I'm not sure what information exactly you are looking for, but if the above doesn't get you to what you need, can you provide an example of what you are trying to get out of your data and we'll try and get you there.

1 Like

Hi @Mehrbod_Estaki,

Hope you had a nice trip and Happy New Year.

I think it's easier to say what I need with a screenshot. In the included image, I want to summarize % of a certain species (level 7). In the GUI, I cannot see an option to summarize the populations of each species.

One more thing, the order of the samples that I provided in the metadata is changed on this plot. How can I sort those again back to how I provided them in the metadata file?

Also, if I have 2 sequencing run, after running DADA2 for each run separately, then I can sefely merge those outputs and run the rest of the analysis, correct?


1 Like

Hi @nounou,
Thanks and to you as well!

In the barplot if you hover the cursor over the barplots it will give you the % of that species within that sample. That is about the extend of summary you can get with that graph for each species. If you convert your taxonomy-assigned feature-table to relative frequency using the relative-frequency plugin, then you can extract a csv file of your data in relative frequency and use whatever tool you want to summarize them further based on your metadata categories. So if you want a statistics summary of the taxa, for example, mean +/-SE of a species across all control samples you'll have to do that yourself outside of Qiime2.

In the barplots graph, on the top right hand side there is a "Sort Samples by" drop down menu that you can use to re-sort your samples using whatever nomination you want.
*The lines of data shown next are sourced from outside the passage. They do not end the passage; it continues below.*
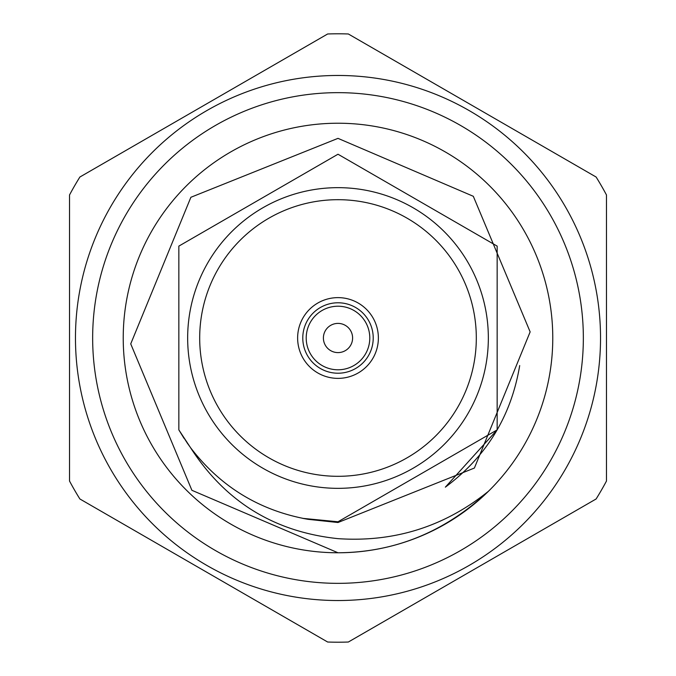 <?xml version="1.0" encoding="UTF-8"?>
<svg xmlns="http://www.w3.org/2000/svg" width="676" height="676" viewBox="0 0 676 676"><rect width="100%" height="100%" fill="white"/><g stroke="black" fill="none" stroke-linecap="round" stroke-linejoin="round"><path stroke-width="1.01" d="M338 373.22A35.22 35.22 0 0 0 373.22 338A35.22 35.22 0 0 0 338 302.78A35.22 35.22 0 0 0 302.78 338A35.22 35.22 0 0 0 338 373.22M338 352.602A14.602 14.602 0 0 0 352.602 338A14.602 14.602 0 0 0 338 323.398A14.602 14.602 0 0 0 323.398 338A14.602 14.602 0 0 0 338 352.602M338 306.211A31.789 31.789 0 0 1 369.789 338A31.789 31.789 0 0 1 338 369.789A31.789 31.789 0 0 1 306.211 338A31.789 31.789 0 0 1 338 306.211M338 297.626A40.374 40.374 0 0 0 297.626 338A40.374 40.374 0 0 0 338 378.374A40.374 40.374 0 0 0 378.374 338A40.374 40.374 0 0 0 338 297.626M338 187.658A150.342 150.342 0 0 1 488.342 338A150.342 150.342 0 0 1 338 488.342A150.342 150.342 0 0 1 187.658 338A150.342 150.342 0 0 1 338 187.658A150.342 150.342 0 0 0 187.658 338A150.342 150.342 0 0 0 338 488.342M519.692 365.564C511.276 416.061 486.492 456.587 445.34 487.168L497.156 429.885L497.156 246.115L338 154.229L178.844 246.115L178.844 429.885L190.471 447.58L178.844 429.885L178.844 246.115L338 154.229L497.156 246.115L497.156 429.885L338 521.771L308.188 519.337L338 521.771L497.156 429.885L497.156 246.115L338 154.229L178.844 246.115L178.844 429.885L190.471 447.58L178.844 429.885L178.844 246.115L338 154.229L497.156 246.115L497.156 429.885L338 521.771L308.188 519.337L338 522.514L474.391 468.045L530.145 331.891L473.31 196.293L338 138.36L190.886 197.282L130.73 343.873L191.899 490.303L338 552.774A214.774 214.774 0 0 0 552.774 338A214.774 214.774 0 0 0 338 123.226A214.774 214.774 0 0 0 123.226 338A214.774 214.774 0 0 0 338 552.774C394.809 552.427 444.969 531.919 488.478 491.249C444.529 526.638 394.37 542.439 338 538.654C274.355 531.97 225.176 501.609 190.471 447.58L178.844 429.885L178.844 246.115L338 154.229L497.156 246.115L497.156 429.885L338 521.771L308.188 519.337L302.721 518.357L338 521.771L497.156 429.885L497.156 246.115L338 154.229L178.844 246.115L178.844 429.885L187.886 444.005M338 583.346A245.346 245.346 0 0 0 583.346 338A245.346 245.346 0 0 0 338 92.654A245.346 245.346 0 0 0 92.654 338A245.346 245.346 0 0 0 338 583.346M338 75.467A262.533 262.533 0 0 1 600.533 338A262.533 262.533 0 0 1 338 600.533A262.533 262.533 0 0 1 75.467 338A262.533 262.533 0 0 1 338 75.467M338 33.8A304.2 304.2 0 0 0 327.657 33.977L79.878 177.028A304.2 304.2 0 0 0 69.535 194.95L69.535 481.05A304.2 304.2 0 0 0 79.878 498.972L327.657 642.023A304.2 304.2 0 0 0 348.343 642.023L596.122 498.972A304.2 304.2 0 0 0 606.465 481.05L606.465 194.95A304.2 304.2 0 0 0 596.122 177.028L348.343 33.977A304.2 304.2 0 0 0 338 33.8M184.016 438.31L178.844 429.885L178.844 246.115L338 154.229L497.156 246.115L497.156 429.885L338 521.771L302.73 518.357L338 521.771L497.156 429.885L497.156 246.115L338 154.229L178.844 246.115L178.844 429.885L184.016 438.31M189.339 446.033L178.844 429.885L178.844 246.115L338 154.229L497.156 246.115L497.156 429.885L338 521.771L302.73 518.357M190.471 447.58C220.46 486.796 259.694 510.718 308.188 519.337M338 476.31A138.31 138.31 0 0 0 476.31 338A138.31 138.31 0 0 0 338 199.69A138.31 138.31 0 0 0 199.69 338A138.31 138.31 0 0 0 338 476.31"/></g></svg>
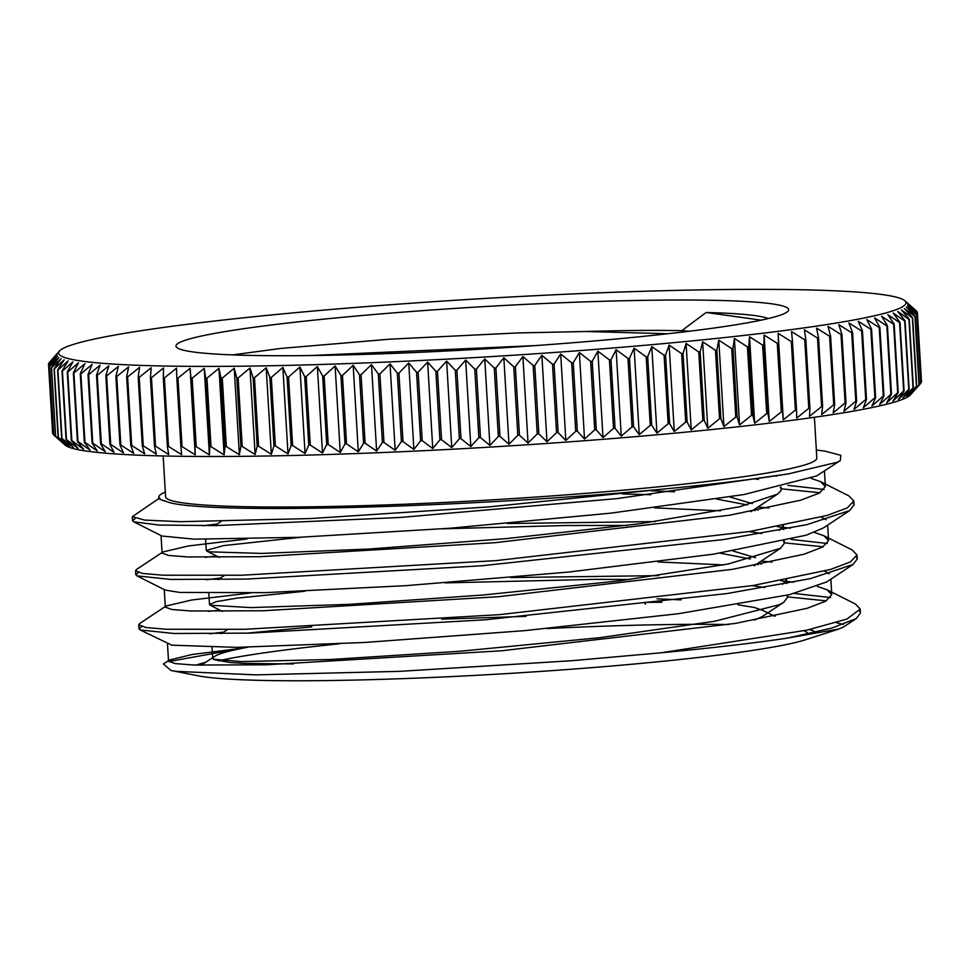 <?xml version="1.0" encoding="UTF-8"?>
<svg xmlns="http://www.w3.org/2000/svg" width="970" height="970" viewBox="0 0 970 970"><rect width="100%" height="100%" fill="white"/><g stroke="black" fill="none" stroke-linecap="round" stroke-linejoin="round"><path stroke-width="1.45" d="M768.252 318.56A288.769 19.885 -3.4 0 0 706.184 312.486A808.374 264.483 -29.3 0 0 681.898 330.673A261.245 17.981 -3.4 0 0 585.783 331.497L517.725 332.94L389.588 339.197L280.415 348.472L232.558 354.899M191.878 351.77A306.872 21.122 176.6 0 1 178.347 348.472A306.872 21.122 176.6 0 1 481.071 306.787A306.872 21.122 176.6 0 1 786.597 312.328A306.872 21.122 176.6 0 1 514.076 347.054A306.872 21.122 176.6 0 1 191.878 351.77M243.24 648.093L191.999 654.52L169.386 660.036L163.421 663.989L170.975 670.488L176.225 671.361L256.007 674.865L399.652 671.349L571.754 660.715L661.006 652.798A360.561 24.82 -3.4 0 0 787.64 638.078L838.868 628.996L843.403 627.081L856.255 618.569L860.451 613.004L859.687 611.064M838.868 628.996L805.694 639.703A314.935 21.679 176.6 0 1 512.111 673.265A314.935 21.679 176.6 0 1 203.506 676.708A314.935 21.679 176.6 0 1 198.147 675.799L171.981 670.67M196.098 665.117A314.935 21.679 176.6 0 1 205.47 662.389M809.501 629.591A314.935 21.679 176.6 0 1 815.358 632.27M242.949 648.154L168.707 661.576M843.33 624.45L836.443 622.679M816.34 450.019L825.021 451.123L840.808 455.306L840.323 460.58L837.219 462.241L788.646 473.833A360.561 24.82 176.6 0 1 667.505 488.674C473.008 507.722 198.486 515.082 166.67 501.587A333.025 22.928 176.6 0 1 158.765 497.161A333.025 22.928 176.6 0 1 165.324 492.142M814.4 417.282L816.825 458.07A326.187 22.455 176.6 0 1 544.279 496.47A326.187 22.455 176.6 0 1 182.469 502.824A326.187 22.455 176.6 0 1 165.591 496.761L163.166 455.973M807.913 633.943A306.872 21.122 -3.4 0 0 805.573 631.591L803.948 630.791M728.543 624.547A306.872 21.122 -3.4 0 0 546.983 628.56M339.124 643.837A306.872 21.122 -3.4 0 0 218.177 660.909M293.413 663.929L244.792 663.407L230.096 662.51L214.055 659.588M213.764 659.406L212.915 658.048A288.769 19.885 176.6 0 1 214.637 656.411A288.769 19.885 176.6 0 1 247.956 647.196M645.584 604.189A808.374 307.284 -169.7 0 0 644.128 602.406A261.245 17.981 176.6 0 1 661.94 602.249M737.976 604.795L754.587 607.523L762.953 610.542M786.767 595.301L787.591 597.265L783.748 602.334L762.311 616.532L754.49 620.109M661.006 652.798L806.894 630.16L846.907 619.066L860.232 609.039L855.431 604.031L827.168 589.821L817.443 586.45M830.575 597.568L794.381 593.47M219.899 610.118L208.259 611.391M250.139 593.034L191.696 600.006L166.125 605.995L139.741 623.467L138.758 624.777L145.9 627.517L166.5 629.263L244.828 629.287L499.356 614.665L753.059 585.528L830.381 569.475L850.496 561.921L856.983 554.986L852.133 549.942L823.882 535.731L814.266 532.397M827.361 543.515L791.144 539.417M216.71 556.065L205.046 557.338M246.974 538.98L188.386 545.964L162.899 551.966L136.515 569.438L135.521 570.736L142.675 573.464L163.312 575.21L241.639 575.234L496.143 560.611L749.834 531.475L827.143 515.422L847.307 507.868L853.782 500.944L848.871 495.888L820.62 481.666L811.065 478.343M824.173 489.462L787.895 485.364M159.723 497.913L132.344 516.683L144.675 520.09L180.311 521.69L310.57 518.562L488.674 506.922L667.505 488.674M169.386 660.036L168.537 661.164L175.061 663.565L194.133 665.044L266.423 664.802L501.514 650.785L735.769 623.358L807.222 608.275L825.737 601.17L831.787 594.634L827.168 589.821M793.678 582.218L780.607 580.739M658.715 575.634L510.656 577.55M166.125 605.995L165.3 607.111L171.872 609.512L190.908 610.991L263.234 610.76L498.289 596.732L732.592 569.317L803.997 554.222L822.56 547.116L828.55 540.593L823.882 535.731M790.441 528.165L777.394 526.686M655.502 521.581L507.395 523.509M162.899 551.966L162.063 553.07L168.659 555.458L187.719 556.938L260.033 556.707L495.076 542.691L729.367 515.264L800.759 500.18L819.371 493.063L825.349 486.54L820.62 481.666M159.25 498.289L158.874 499.016L166.67 501.587M787.64 638.078L831.945 628.026L856.255 618.569M826.319 600.842L787.543 596.902M141.632 626.596L139.013 628.742L140.165 629.942L173.921 633.483L249.981 633.119L485.23 619.806L726.979 593.567L810.459 578.617L853.054 564.479L857.274 558.95L856.486 556.974M823.142 546.789L784.342 542.848M138.383 572.542L135.812 574.689L136.976 575.877L170.562 579.429L246.513 579.078L481.641 565.789L723.474 539.562L806.991 524.625L849.756 510.487L854.036 504.897L853.285 502.945M819.929 492.748L781.153 488.795M135.157 518.501L132.55 520.647L133.702 521.812L159.153 525.073L215.983 525.582L399.701 517.495L617.272 498.58L788.634 473.833M525.946 616.362L441.702 619.163M311.734 626.899L246.647 633.204M782.547 584.376L786.537 579.611M723.693 564.904L657.89 561.933M779.359 530.323L783.311 525.57L783.59 529.511M720.48 510.85L654.665 507.88M776.17 476.27L777.115 475.615M534.919 345.611L309.782 355.566M706.184 312.486L761.147 320.161M754.563 478.792L758.443 479.459M780.341 487.195L781.202 489.159L780.802 490.881L777.406 494.179L739.625 506.789L640.37 523.679L506.498 538.592L369.618 548.996L262.033 553.421L209.156 551.833L206.27 550.439L223.512 545.601L301.658 537.186M442.041 528.832L565.777 525.51L627.093 525.437M749.107 531.596L761.632 533.512M783.542 541.248L784.39 543.212L780.607 548.244L728.227 563.994L620.424 580.739L483.472 594.986L349.697 604.334L250.684 607.608L210.138 605.195L209.459 604.492L216.346 601.63L236.813 598.163L304.968 591.227M445.206 582.885L594.198 579.369L630.318 579.49M752.32 585.65L764.821 587.553M783.748 602.334L779.65 604.589L714.902 621.212L599.46 637.714L460.556 651.197L331.012 659.479L241.397 661.588L213.376 659.248L212.915 658.048M758.006 563.206L758.103 564.795L757.655 563.437M750.392 559.011L720.031 553.155M754.793 509.153L754.89 510.741L754.43 509.395M747.203 504.958L716.794 499.101M650.87 494.712L622.74 493.972M667.918 333.741L585.783 331.497M680.988 599.872L657.054 598.842M755.569 557.653L733.053 551.033M752.368 503.612L729.864 496.979M674.526 491.778L650.664 490.735M689.258 331.243L681.898 330.673M840.323 460.58L816.619 475.93L743.978 494.542L611.051 513.13L449.728 528.25L298.699 537.319L194.194 539.162L161.966 536.034L133.702 521.812M203.179 525.716L217.328 523.982M757.885 507.104L768.846 507.977M821.36 517.046L826.003 519.799M849.756 510.487L823.385 527.947L806.264 535.185L713.532 554.161L568.578 572.07L406.187 585.65L265.307 592.658L179.741 592.428L165.227 590.099L136.976 575.877M206.416 579.757L220.542 578.035M761.098 561.157L772.035 562.018M824.548 571.1L829.192 573.852M853.054 564.479L826.67 581.951L789.495 594.659L678.576 613.695L524.6 630.645L364.514 642.479L236.692 647.366L171.823 645.171L140.165 629.942M209.605 633.81L223.767 632.088M774.072 615.974L775.224 616.071M78.036 448.346A1632.692 1417.764 79.7 0 1 66.481 439.568L62.407 371.098A1632.692 1417.764 79.7 0 1 72.908 361.871A1632.692 801.887 88.8 0 0 67.257 372.007L71.331 440.465A1632.692 801.887 88.8 0 0 78.036 448.346M69.343 446.297A1632.692 1340.176 80.9 0 1 58.382 437.409L54.308 368.952A1632.692 1340.176 80.9 0 1 64.202 359.809A1632.692 925.744 89.3 0 0 57.594 369.97L61.668 438.428A1632.692 925.744 89.3 0 0 69.343 446.297M64.008 443.993A1632.692 1251.797 81.9 0 1 53.726 435.009L49.664 366.551A1632.692 1251.797 81.9 0 1 58.867 357.518A1632.692 1042.144 89.9 0 0 51.361 367.678L55.423 436.136A1632.692 1042.144 89.9 0 0 64.008 443.993M52.562 432.39L48.5 363.92A1632.692 1153.342 82.7 0 1 56.951 354.996A1632.692 1150.165 90.5 0 0 48.597 365.156L52.671 433.614A435.275 29.973 176.6 0 0 52.707 433.723L48.645 365.266A1632.692 1203.782 82.3 0 1 57.485 356.281A1632.692 1097.264 90.2 0 0 49.543 366.442L53.605 434.912A435.275 29.973 176.6 0 0 53.677 434.972A435.275 29.973 176.6 0 0 53.726 435.009M59.534 350.97A424.423 29.221 176.6 0 1 480.587 298.712A424.423 29.221 176.6 0 1 904.877 300.748A424.423 29.221 176.6 0 1 565.777 351.637A424.423 29.221 176.6 0 1 80.607 360.937A424.423 29.221 176.6 0 1 59.534 350.97L49.882 361.798A1632.692 1248.911 91.3 0 0 49.337 362.416A435.275 29.973 176.6 0 0 49.227 362.537A1632.692 1100.574 83 0 1 57.279 353.662A1632.692 1200.751 90.9 0 0 48.524 363.811A435.275 29.973 176.6 0 0 48.5 363.92M920.663 383.417A1632.692 1248.911 -88.7 0 1 920.118 384.047A1632.692 1248.911 -88.7 0 1 911.545 393.565A1632.692 1045.599 -96.7 0 0 919.16 384.738L915.098 316.281A1632.692 1045.599 -96.7 0 0 906.404 307.09A1632.692 1248.911 -88.7 0 1 916.601 314.959L920.663 383.417A435.275 29.973 176.6 0 0 920.772 383.308L916.698 314.838A1632.692 1100.574 -97 0 0 907.593 305.695A1632.692 1200.751 -89.1 0 1 917.402 313.565L921.476 382.034A435.275 29.973 176.6 0 0 921.5 381.913L917.438 313.455A1632.692 1153.342 -97.3 0 0 907.908 304.362A1632.692 1150.165 -89.5 0 1 917.329 312.219L917.402 313.431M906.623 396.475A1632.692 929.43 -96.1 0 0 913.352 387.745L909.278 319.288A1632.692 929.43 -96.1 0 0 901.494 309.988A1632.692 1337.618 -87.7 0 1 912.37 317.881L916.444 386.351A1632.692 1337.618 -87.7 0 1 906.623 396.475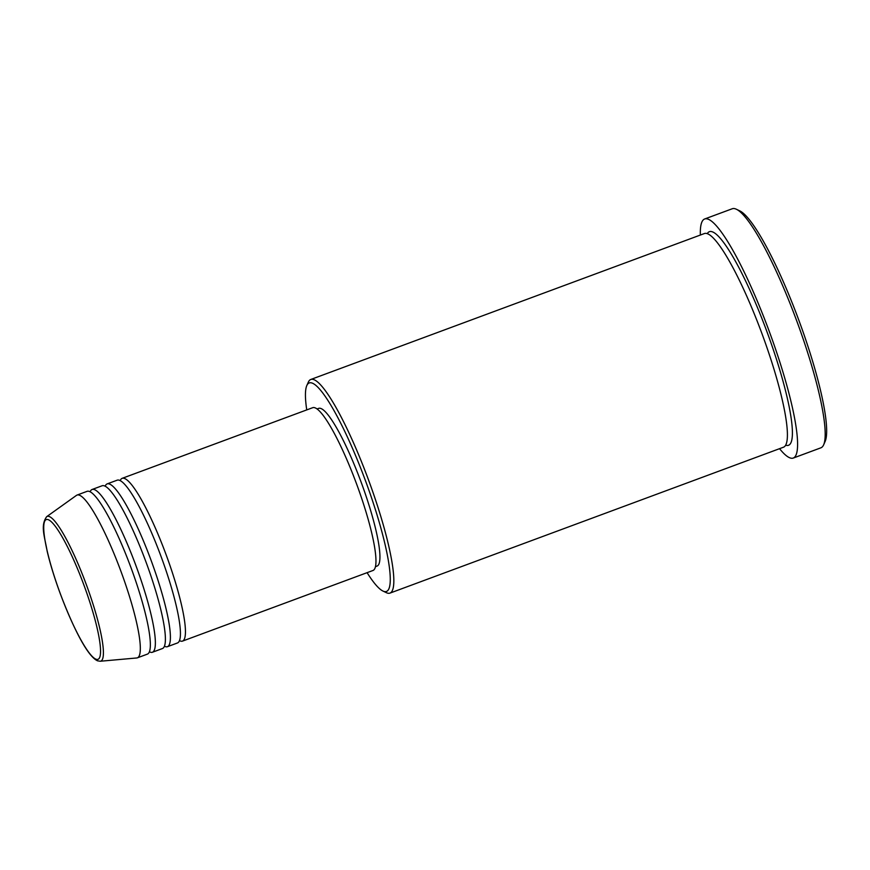 <?xml version="1.0" encoding="UTF-8"?>
<svg xmlns="http://www.w3.org/2000/svg" width="870" height="870" viewBox="0 0 870 870"><rect width="100%" height="100%" fill="white"/><g stroke="black" fill="none" stroke-linecap="round" stroke-linejoin="round"><path stroke-width="1.3" d="M120.19 480.631A86.793 14.627 69.7 0 1 122.181 478.326A86.793 14.627 69.7 0 1 124.54 478.478A86.793 14.627 69.7 0 1 168.269 560.671A86.793 14.627 69.7 0 1 182.537 641.092A86.793 14.627 69.7 0 1 180.177 640.951A86.793 14.627 69.7 0 1 179.514 640.657M105.15 486.21A86.793 14.627 69.7 0 1 107.14 483.905L117.167 480.186A86.793 14.627 69.7 0 1 119.527 480.327A86.793 14.627 69.7 0 1 163.255 562.531A86.793 14.627 69.7 0 1 177.513 642.952L167.486 646.671A86.793 14.627 69.7 0 1 165.137 646.53A86.793 14.627 69.7 0 1 164.474 646.236M107.14 483.905A86.793 14.627 69.7 0 1 109.5 484.046A86.793 14.627 69.7 0 1 153.229 566.25A86.793 14.627 69.7 0 1 167.486 646.671M90.11 491.789A86.793 14.627 69.7 0 1 92.1 489.484L102.127 485.764A86.793 14.627 69.7 0 1 104.487 485.906A86.793 14.627 69.7 0 1 148.215 568.11A86.793 14.627 69.7 0 1 162.472 648.531L152.446 652.25A86.793 14.627 69.7 0 1 150.086 652.108A86.793 14.627 69.7 0 1 149.433 651.804M92.1 489.484A86.793 14.627 69.7 0 1 94.46 489.625A86.793 14.627 69.7 0 1 138.189 571.829A86.793 14.627 69.7 0 1 152.446 652.25M77.06 495.063L87.087 491.343A86.793 14.627 69.7 0 1 89.447 491.485A86.793 14.627 69.7 0 1 133.175 573.689A86.793 14.627 69.7 0 1 147.432 654.109L137.406 657.829A86.793 14.627 69.7 0 1 136.753 657.97L100.235 661.243A77.158 12.996 69.7 0 0 88.729 591.285A77.158 12.996 69.7 0 0 49.275 516.541A77.158 12.996 69.7 0 0 46.643 516.704L76.462 495.378A86.793 14.627 69.7 0 1 77.06 495.063A86.793 14.627 69.7 0 1 79.42 495.204A86.793 14.627 69.7 0 1 123.148 577.408A86.793 14.627 69.7 0 1 137.406 657.829M367.086 572.678A111.208 18.738 -110.3 0 0 382.985 591.067A111.208 18.738 -110.3 0 0 383.529 591.306A111.208 18.738 -110.3 0 0 370.979 496.194A111.208 18.738 -110.3 0 0 312.254 383.126A111.208 18.738 -110.3 0 0 306.795 385.595A111.208 18.738 -110.3 0 0 306.74 409.911M306.795 385.595L308.306 382.191A113.916 19.194 69.7 0 1 310.797 379.472A113.916 19.194 69.7 0 1 313.896 379.657A113.916 19.194 69.7 0 1 371.283 487.548A113.916 19.194 69.7 0 1 389.999 593.101A113.916 19.194 69.7 0 1 386.911 592.916A113.916 19.194 69.7 0 1 386.345 592.677L382.985 591.067M736.346 209.235L739.707 210.844A124.769 21.021 69.7 0 1 798.78 320.051A124.769 21.021 69.7 0 1 825.173 441.373L823.672 444.777A127.477 21.478 -110.3 0 0 796.702 320.823A127.477 21.478 -110.3 0 0 736.346 209.235A127.477 21.478 -110.3 0 0 735.715 208.963A127.477 21.478 -110.3 0 0 732.246 208.756L704.678 218.979A127.477 21.478 69.7 0 1 708.136 219.186A127.477 21.478 69.7 0 1 772.353 339.92A127.477 21.478 69.7 0 1 793.309 458.044A127.477 21.478 69.7 0 1 789.84 457.827A127.477 21.478 69.7 0 1 779.553 448.681M793.309 458.044L820.878 447.822A127.477 21.478 -110.3 0 0 823.672 444.777M310.797 379.472L704.374 233.551A113.916 19.194 69.7 0 1 707.473 233.736A113.916 19.194 69.7 0 1 764.861 341.627A113.916 19.194 69.7 0 1 783.576 447.18L389.999 593.101M122.181 478.326L312.711 407.693A86.793 14.627 69.7 0 1 315.06 407.834A86.793 14.627 69.7 0 1 358.788 490.038A86.793 14.627 69.7 0 1 373.056 570.459L182.537 641.092M317.05 408.976L318.659 408.378A84.085 14.17 69.7 0 1 320.943 408.519A84.085 14.17 69.7 0 1 363.301 488.146A84.085 14.17 69.7 0 1 377.123 566.055L375.514 566.653M700.35 235.041A127.477 21.478 69.7 0 1 704.678 218.979M96.026 659.221A74.537 12.561 -110.3 0 0 87.62 595.471A74.537 12.561 -110.3 0 0 48.252 519.684A74.537 12.561 -110.3 0 0 56.659 583.444A74.537 12.561 -110.3 0 0 96.026 659.221M707.266 233.66A113.916 19.194 69.7 0 1 712.486 231.877A113.916 19.194 69.7 0 1 772.484 347.239A113.916 19.194 69.7 0 1 785.697 445.212M46.643 516.704C40.324 525.73 44.435 535.594 47.208 551.439C50.351 564.565 54.766 578.833 60.487 594.254C73.319 627.901 87.489 656.371 97.549 660.819L100.235 661.243"/></g></svg>

You can also click on the blue '+' icon and add extra sorting levels.

Only if you used the exact same primers and the same trim/truncating parameters when you were denoising. There are several other threads on the forum that discuss how to merge multiple DADA2 derived feature-tables and why the parameters need to be the same. The FMT tutorial also shows an example of how this should be done. Have a quick search through the forum and that tutorial and let us know if you have any questions!

1 Like

This topic was automatically closed 31 days after the last reply. New replies are no longer allowed.